As reservas dos chamados países “frugais” – Áustria, Holanda, Dinamarca e Suécia – a um plano de recuperação assente em subsídios ou financiado pela emissão comum de dívida, como prevê o plano franco-alemão, devem-se, segundo o ministro, a “miopia económica” ou “a incapacidade de olhar a uma certa distância”.

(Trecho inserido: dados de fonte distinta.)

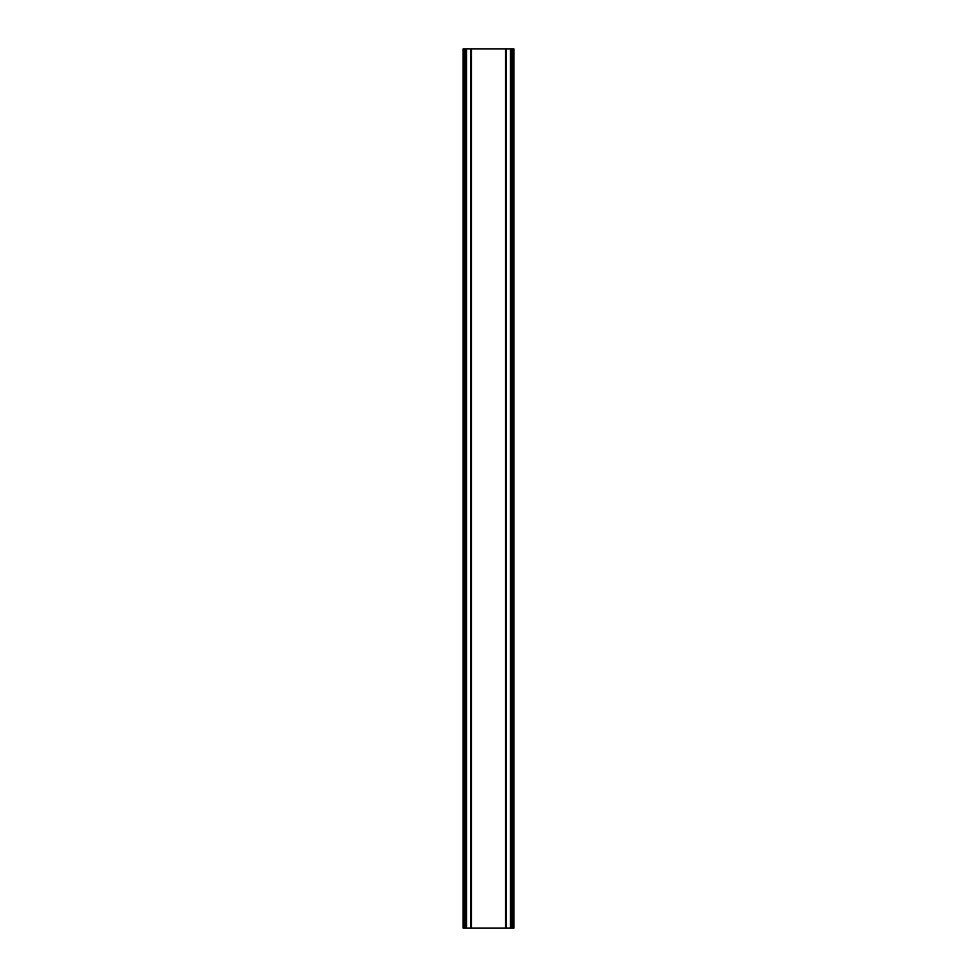 <?xml version="1.0" encoding="UTF-8"?>
<svg xmlns="http://www.w3.org/2000/svg" width="977" height="977" viewBox="0 0 977 977"><rect width="100%" height="100%" fill="white"/><g stroke="black" fill="none" stroke-linecap="round" stroke-linejoin="round"><path stroke-width="1.47" d="M512.437 48.85L463.135 48.85L463.135 928.15L513.865 928.15L513.865 48.85L512.437 48.85L512.437 928.15M463.135 48.85L463.135 928.15M470.658 48.85L470.658 928.15M471.305 48.85L471.305 928.15M471.427 48.85L471.427 928.15M505.573 48.85L505.573 928.15M505.695 48.85L505.695 928.15M506.342 48.85L506.342 928.15M464.087 48.85L464.087 928.15M464.563 48.85L464.563 928.15M465.479 48.85L465.479 928.15M465.589 48.85L465.589 928.15M466.591 48.85L466.591 928.15M510.409 48.85L510.409 928.15M511.411 48.85L511.411 928.15M511.521 48.85L511.521 928.15M512.913 48.85L512.913 928.15"/></g></svg>

Augusto Santos Silva defendeu ainda a necessidade de “olhar com cuidado” para as previsões económicas da Comissão Europeia, que anteveem “uma pancada brutal” na economia europeia em 2020, mas também uma “recuperação económica imediata” nos dois anos seguintes.
“Se reparar, [as previsões] são mais ou menos equivalentes para todos os Estados-membros. A Suécia, a Holanda, a Alemanha, têm previsões de queda do produto iguais ou superiores às de Portugal e, portanto, esta é uma crise que nos toca a todos”, salientou.
Plano A, B e C para presidência da UE
Questionado sobre o impacto da pandemia na presidência portuguesa da UE, que começa no primeiro semestre de 2021, Santos Silva afirmou que a questão se coloca sobretudo do ponto de vista logístico.
“Estamos neste momento a trabalhar com um plano A, um plano B um plano C”, disse.
O plano A dependente de não haver uma segunda vaga e as condições de mobilidade estarem adquiridas, passa por reuniões informais “distribuídas pelo território português, uma cimeira informal dos líderes no Porto e a sede da presidência aqui no Centro Cultural de Belém”.
O plano B, numa situação de mobilidade um pouco mais reduzida, implica a redução do número das reuniões presenciais e o recurso a reuniões, por exemplo, por videoconferência, e o C, o pior dos cenários, com uma mobilidade suspensa, em que “o essencial da logística” assentará na dimensão digital.
“Mas, qualquer que seja o plano que do ponto de vista logístico venha a efetivar-se, do ponto de vista político a presidência portuguesa vai ser, como as anteriores, abrangente, bem sucedida e um contributo positivo para a integração europeia”, garantiu.